Maybe you just need the money and would retire like a shot if you could afford to (but that is another story).

Maybe you can’t wait to get the time to relax, to fulfil dreams, enjoy company and activities which you have been denied, the freedom which a work regime does not permit. Maybe you want to make the most of your health just in case. Why would you not mind suddenly having all that stolen from under your nose and having to work 5 or even 2 years longer than you thought you would?

Now you may die before you retire, not even just after, your pension and financial affairs may be all wrong due to the timing now, your family may be the wrong ages to suit your plans of retiring together with a partner or spending time with young grandchildren.

Our lives are structured from a very early age, nursery, formal education, work. Free time is a rationed commodity which occurs in measured and restricted amounts. Retirement is the prize awaiting at the end, the reward for being part of the system all your life, the right to choose, to indulge, to enjoy, to finally control your time. All perilously governed by financial and health restrictions of course. But if you are fit and healthy and financially sound, why should you not look forward to what you see as a basic human right almost, to determine to a degree how to spend the early part of your declining years before the real incursions of age and infirmity take hold? 

We abolished slavery, we ended conscription, we improved imprisonment with humanitarian ideals. What of the enforced extra working years to which all but the wealthy will have to conform?It might be possible to end work earlier than the new mandatory ages but only where income could be guaranteed privately as an alternative to state pension.

So much for the indignation and resentment and disappointment. Now to the health and even safety issues.

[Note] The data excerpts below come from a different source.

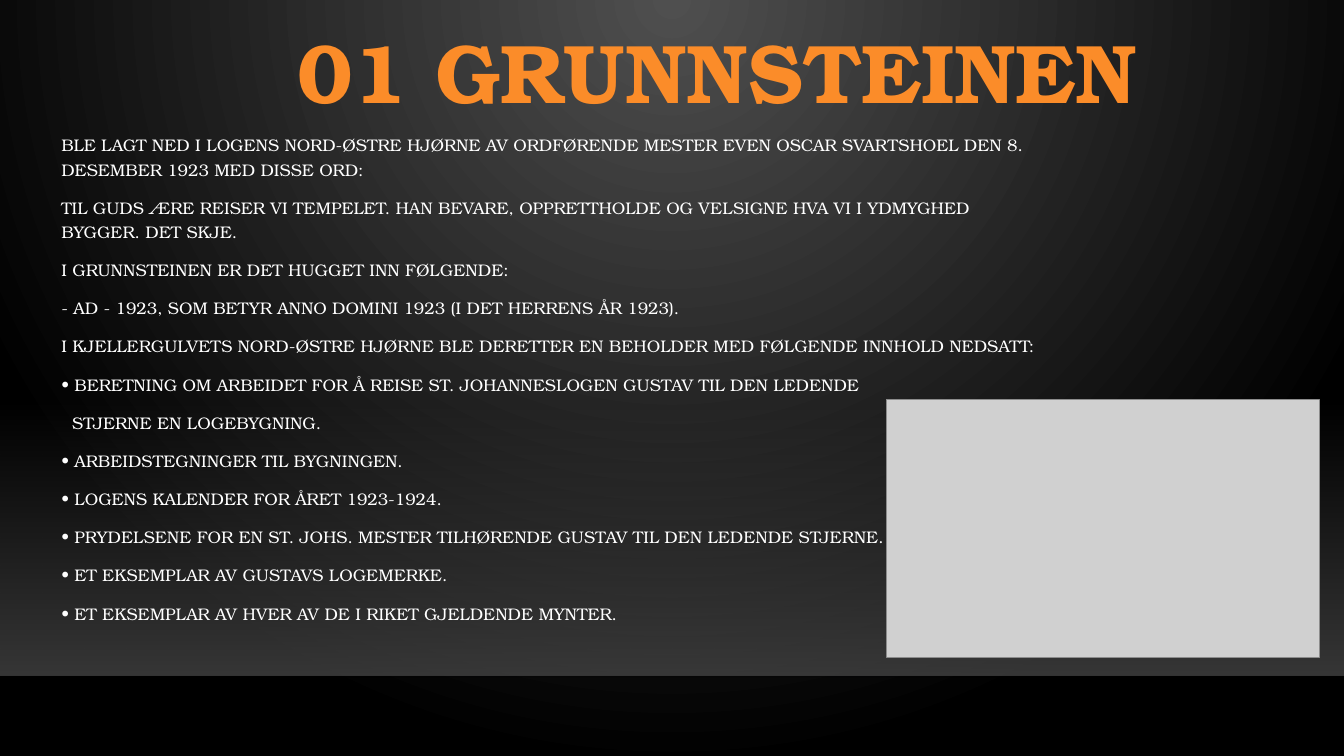
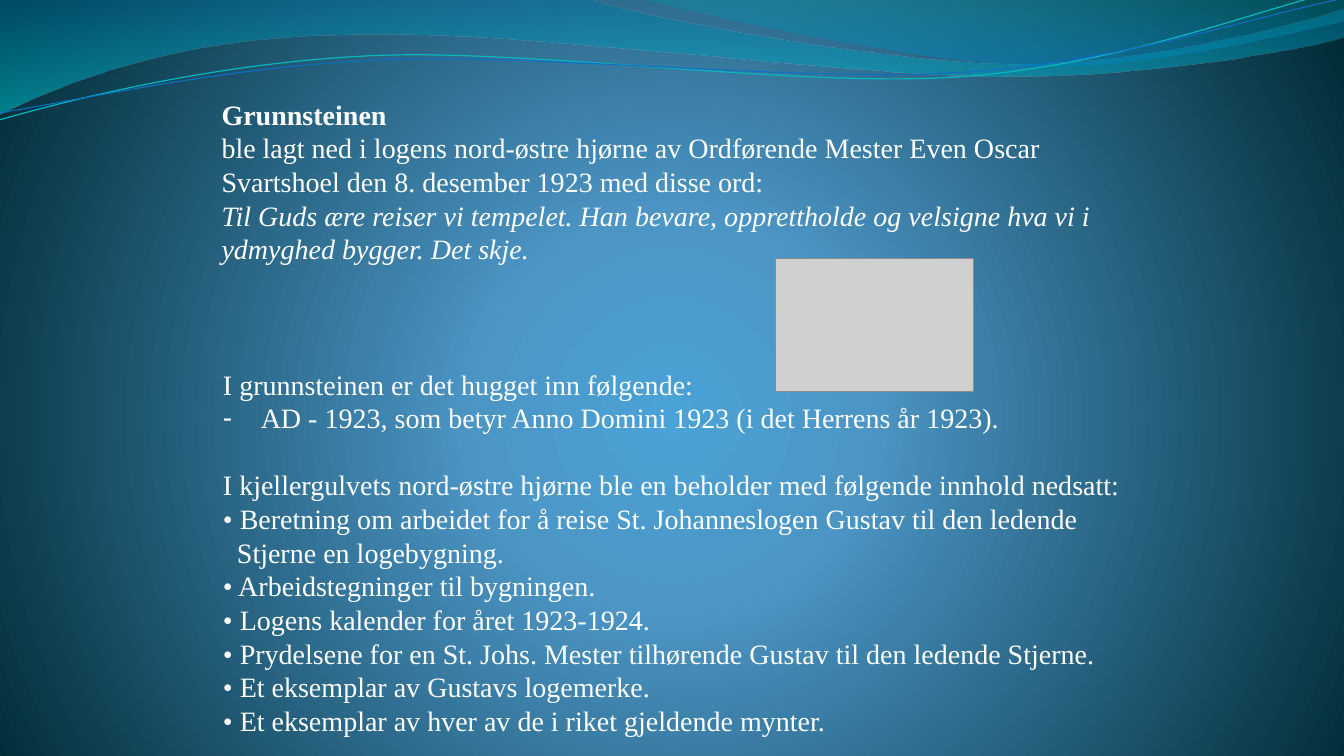
Before and after one commit to skaretk/lightcontrols, a slide deck: slide 2 of light_controller/light_control.pptm (slide 1 before the commit). Drawn at 1344x756 pixels with LibreOffice and Linux fonts; fonts in the diff are those of the drawing; grey boxes stand for pictures; background and template pictures are left out. Boxes give left, top, right and bottom in pixels: in the first picture for what was removed or moved away, otherwise in the second. Text is boxed around its words. In the diff, an @@ line names an element or a change of style, - is before the commit and + after.

```diff
--- a/light_controller/light_control.pptm
+++ b/light_controller/light_control.pptm
@@ background gradient #505050 to #000000 to gradient #4AA0D6 to #4C98C7 to #002C38 @@
@@ freeform shape added at (0, 0, 1344, 114), fill gradient #0074A1 to #00C6CF @@
@@ freeform shape added at (0, 0, 1344, 125), outline #0AB8BF 0.85 pt @@
@@ freeform shape added at (0, 0, 1344, 120), outline #0F6FC6 0.75 pt @@
@@ freeform shape added at (644, 0, 1344, 70), fill gradient #00A1A9 to #008BBF @@
@@ title removed at (298, 45, 1138, 104) @@
-01 GRUNNSTEINEN
@@ text added at (222, 105, 1090, 265), 20 pt, text #FFFFFF @@
+Grunnsteinen
+ble lagt ned i logens nord-østre hjørne av Ordførende Mester Even Oscar Svartshoel den 8. desember 1923 med disse ord:
+Til Guds ære reiser vi tempelet. Han bevare, opprettholde og velsigne hva vi i ydmyghed bygger. Det skje.
@@ picture added at (775, 259, 974, 392) @@
@@ text at (223, 375, 1119, 736): text changed; size 12 to 20 pt; font TeX Gyre Bonum to Times New Roman @@
-BLE LAGT NED I LOGENS NORD-ØSTRE HJØRNE AV ORDFØRENDE MESTER EVEN OSCAR SVARTSHOEL DEN 8. DESEMBER 1923 MED DISSE ORD:
-TIL GUDS ÆRE REISER VI TEMPELET. HAN BEVARE, OPPRETTHOLDE OG VELSIGNE HVA VI I YDMYGHED BYGGER. DET SKJE.
-I GRUNNSTEINEN ER DET HUGGET INN FØLGENDE:
-- AD - 1923, SOM BETYR ANNO DOMINI 1923 (I DET HERRENS ÅR 1923).
-I KJELLERGULVETS NORD-ØSTRE HJØRNE BLE DERETTER EN BEHOLDER MED FØLGENDE INNHOLD NEDSATT:
-• BERETNING OM ARBEIDET FOR Å REISE ST. JOHANNESLOGEN GUSTAV TIL DEN LEDENDE
-STJERNE EN LOGEBYGNING.
-• ARBEIDSTEGNINGER TIL BYGNINGEN.
-• LOGENS KALENDER FOR ÅRET 1923-1924.
-• PRYDELSENE FOR EN ST. JOHS. MESTER TILHØRENDE GUSTAV TIL DEN LEDENDE STJERNE.
-• ET EKSEMPLAR AV GUSTAVS LOGEMERKE.
-• ET EKSEMPLAR AV HVER AV DE I RIKET GJELDENDE MYNTER.
+I grunnsteinen er det hugget inn følgende:
+– AD - 1923, som betyr Anno Domini 1923 (i det Herrens år 1923).
+I kjellergulvets nord-østre hjørne ble en beholder med følgende innhold nedsatt:
+• Beretning om arbeidet for å reise St. Johanneslogen Gustav til den ledende
+Stjerne en logebygning.
+• Arbeidstegninger til bygningen.
+• Logens kalender for året 1923-1924.
+• Prydelsene for en St. Johs. Mester tilhørende Gustav til den ledende Stjerne.
+• Et eksemplar av Gustavs logemerke.
+• Et eksemplar av hver av de i riket gjeldende mynter.
@@ rectangle removed at (0, 399, 1344, 676) @@
@@ picture removed at (886, 400, 1320, 657) @@
@@ line removed from (0, 677) to (1344, 677) @@
```
Also in this commit, not shown: 13 other slides changed, 1 slide added, 2 slides removed, 3 other files.
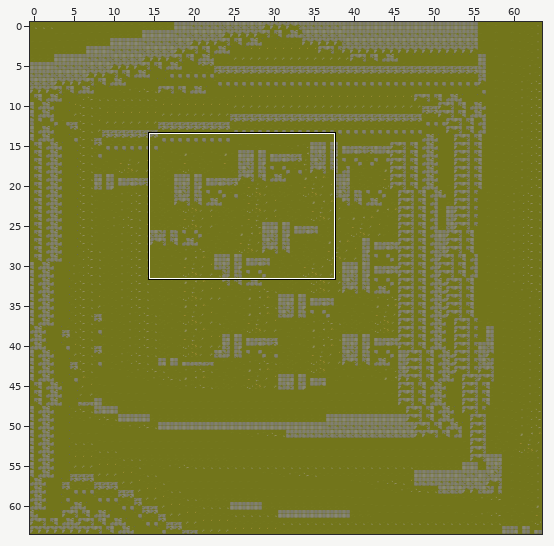
Tiled map: resources/world/world_map.tmx. The picture above shows the old version from afar; the outline marks the close-up.
Close-up. First the earlier version:
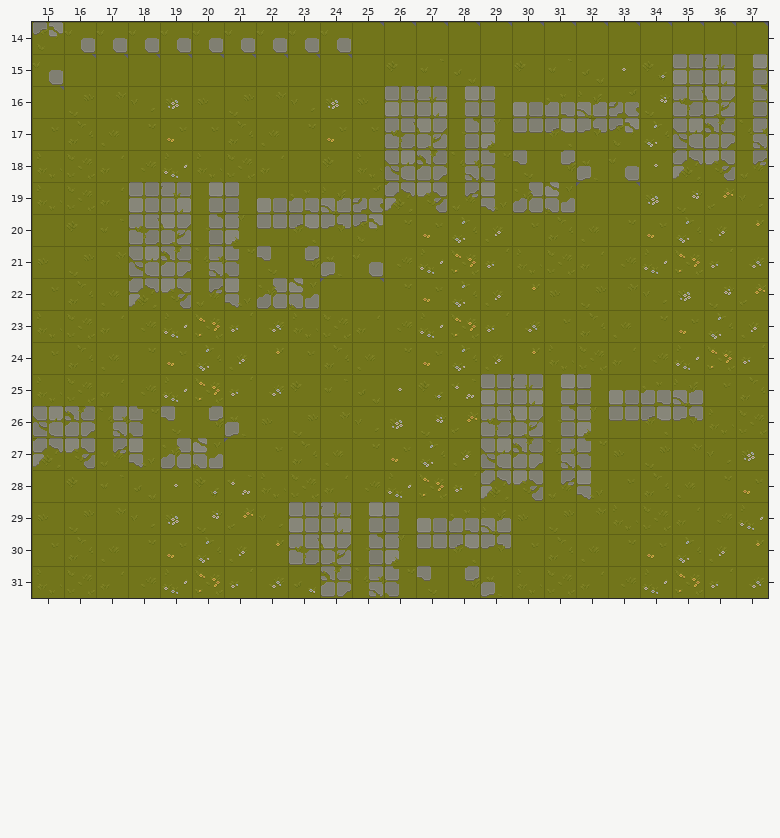
Cells are 32x32 px. Shown: x 15..37, y 14..31.
Once edited:
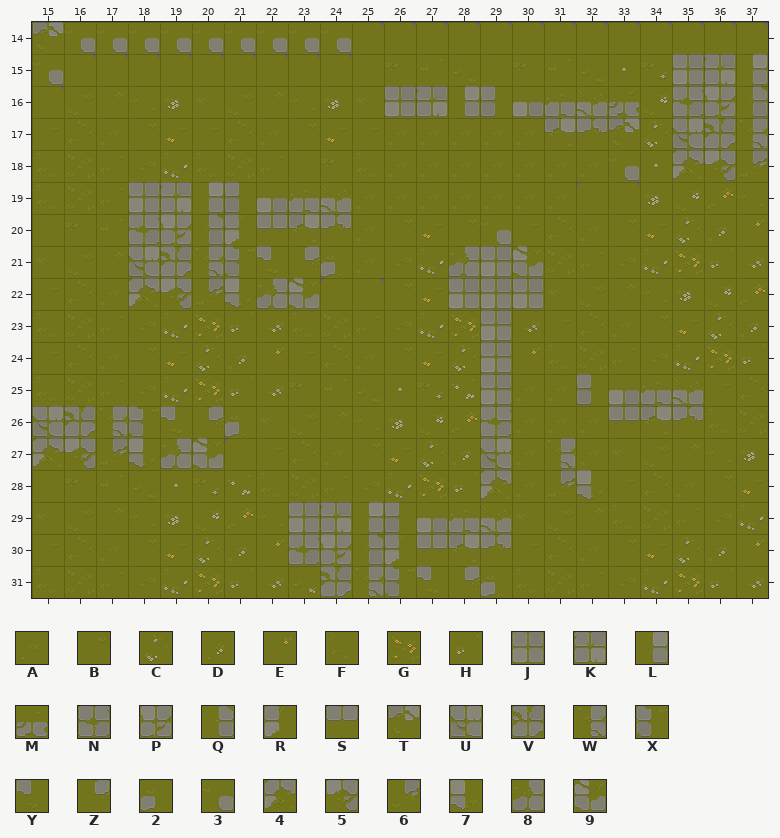
Key: from "ground": A 18, B 19, C 21, D 22, E 23, F 24, G 29, H 30, J 32, K 33, L 34, M 39, N 40, P 41, Q 42, R 43, S 44, T 47, U 48, V 49, W 50, X 51, Y 52, Z 53, 2 54, 3 55, 4 56, 5 57, 6 58, 7 59, 8 60, 9 61.
_ is an empty cell.
Tiles replaced or removed in this view: 2, 3, 4, 5, 6, 7, 8, 9, C, D, E, F, G, H, K, L, M, N, P, Q, R, S, T, U, V, W, X, Y, Z.
Changes in this commit:
Changed rows in their new state; . is an unchanged cell.
Layer "ground":
first column x 25:
17 .AAAAA..
18 .AAAAAAA
19 AAAAAAA.
20 A..B3...
21 A..8J9..
22 ...JJJ..
23 ....J...
24 ....J...
25 .....AA.
26 .....AAA
27 .....A.A
28 .....A..
Changed places in both close-ups, as pixel boxes (x1, y1, x2, y2):
changed: (353, 118, 607, 501)

So even if you have to carry on working whether you like it or not, what about those for whom their profession or job is not at all suited to advanced age, and for whom 60 or 65 may not have come quite quickly enough? Physically demanding work is not necessarily advisable or even possible past a certain age and much will depend on the health and physical condition of the individual. How sensible or practical is it to insist on someone pursuing an extended occupation when their health does not support that and may deteriorate further because of the extended activity? Will the government count that increased medical cost against the savings of not paying pensions so early? And even more unlikely, will they then start harassing the sixty somethings who need to slow down at work to go on courses and retrain, more costly schemes to fit square pegs into the round holes of non-existent jobs?

And unless more jobs are created, what of the young who already allegedly find employment hard to break into – there might not be enough money in the pot for the pensions etc but there are also more people than jobs. Freeing up by means of retiring out of the system is one way the opportunities occur for those entering a job, career or profession, and surely there will be years of decline whilst those who would have retired are obliged to stay on. We might be living longer but most of us recognise the slowing down of many processes which can render an individual less effective in terms of sight, hearing, mobility, reaction, concentration which would all have a potential impact on our employment potential and effectiveness.

We might, on paper, be living longer but averages mean nothing to someone who died before their time and didn’t even reach the ungenerous retirement age of 65, and the number cheated in this way if the age rises to 70 will also increase. We are people not statistics and those who have paid into the system all their lives from school leaving age are being made to pay the price for the financial shortfall. They are less likely to have had long periods of unemployment and will have made a greater contribution than many younger people will have done by the same age.

It’s just as wrong to make someone work past the age at which  they should be allowed to stop, as it is to prevent someone who really wants to carry on. The economics should be balanced against the humanity and morality of stealing years from those who have already a more predictably finite amount left.

This is an outrageous proposal which should be protested against in the strongest possible terms.